“Your father is getting up every morning and unloading the
dirty dishes from the dishwasher with his bad back.” Lanky Frustrated Man
complains to Sorta Mean Bird Woman as I march past them up 31st
street.
I can’t hear
her response. But he bellows, “I don’t know what it is. I know he’s sleeping a
lot….”
I walk on,
wondering, what is the situation he’s describing for all the neighborhood to
hear and what is his relationship to her? If he were her sibling, then he’d say
‘our father’ right? Unless of course, they are half-siblings. Then they could
share the same mother but have different fathers. Maybe this is the case? There
is a definite intimacy between them, a sibling sort of frustration floating
through the crisp post rain air.
Or I suppose
he could be some sort of caretaker? Her father has some sort of dementia and
his lack of awareness of dirty v. clean dishes is a symptom of this condition?
And Lanky Frustrated Man just is at the end of his rope. Wants her to solve the
problem? Or at least be aware of it?
I’ll never know. It’s not like I know these people. Like so many people I see every day on my walks, I know very few of them. There was Evie last week, whom I finally ‘met’ after telling her about Biden’s win. There’s Two Peas in a Pod, whom I finally introduced myself to and they did likewise. Yet, for most of my walks, I just see the same people since I go on the same route and I never know their names or their stories. Sometimes like this morning, I hear a snippet of a story, but I will never know what the real story is. Maybe Sorta Mean Bird Woman is in denial. She doesn’t want to acknowledge how far gone her father is.
I get this.
Denial works wonders a lot of the time. Esp. now. I can go through my day,
walking, grading, teaching, swimming (sometimes) and just pretend like everything
is okay. That there isn’t a worldwide pandemic killing thousands of people every
day. That we don’t have a narcissistic, misogynistic, mendacious dictator in
the White House who refuses to concede that he’s lost the election. That there
isn’t a real crisis with the planet and the lack of rain here and the too much
rain elsewhere. That there isn’t systemic racism and protests running rampant in
our streets.
Yeah, I can pretend that none of this exists. And, yet, it’s there. Hangin’ over me. I feel its heaviness in an unconscious way. It invades my dreams with tidal waves and unmasked crowds.

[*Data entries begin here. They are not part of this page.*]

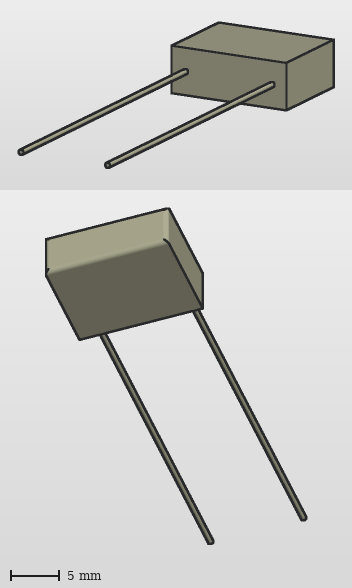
import cadquery as cq


case_width = 13.5
case_length = 10.5
case_height = 5.1
back_edge_radius = 0.5

overall_length = 45.5
lead_length = overall_length - case_length
lead_diameter = 0.6
lead_pitch = 10.2


def make_case():
    """Solid block with rounded edges around its back face; the leads butt against its front face."""
    block = cq.Workplane("XY").box(case_width, case_length, case_height, centered=(True, False, True))
    return block.faces(">Y").edges().fillet(back_edge_radius)


def make_lead(x):
    """Straight round wire running from the case's front face toward -Y."""
    return cq.Workplane("XZ").center(x, 0).circle(lead_diameter / 2).extrude(lead_length)


case = make_case()
leads = []
for side in (-1, 1):
    leads.append(make_lead(side * lead_pitch / 2))

result = cq.Compound.makeCompound([case.val(), *[lead.val() for lead in leads]])

As I head across Clinton Street, a murder of big black crows swoops into someone’s cluttered yard. A bonanza of litter and dead furniture and sickly-looking plants. The crows caw and fight over a piece of trash. One triumphs, picking it up in his hard yellow beak and flying up and over the telephone lines to savor it in solitude.
I think
back to the dishwasher and the dirty dishes and part of me gets why this
happens. Sometimes whoever had loaded the dishwasher with the dirty dishes
cleans them off so well before they’re loaded that honestly you can’t tell if
they’ve been washed or not. So, unloading the dishwasher makes sense. It’s just
being a helpful member of the household, right?
Yet, I know
that this probably wasn’t the case that was being discussed. And I feel sorry
for all parties involved, even Sorta Mean Bird Woman. (I forget why I call her
that. She has a bird-like aspect and she isn’t very nice.)
Okay, maybe
I don’t feel that sorry for her.
Oh, what does it matter! I walk on, the sun bright, the trees dripping with silver water droplets from the night’s little bit of rain. Another crow caws at his ‘friends’ before jumping in front of me with his treasure of trash in his beak.
I smile to
myself as I head up toward McBryde, waving to a Random Dog Walking Lady who
seems to recognize me. Her wave is hopeful and friendly, and I think, I wonder
what her story is.
I’ll never
know…..
Well, the question has to be asked. Why load the dishwasher and not run the dishes so that they are clean in the morning?
ReplyDeleteNature doesn't seem to care about our problems--it will just keep churning out storms and viruses, maybe as punishment for how poorly we treat her.
Love the stories >^..^<
Yes, we seem to be a plague upon our planet. I have hope that our younger generations can forgive me and mine.
ReplyDeleteThanks for reading as always, Fam! I do wonder why the dishwasher wasn't run? Maybe they wait till it's full? And, the planet is in crisis, true. But I have faith in the younger generation. They are smart, motivated and inspired!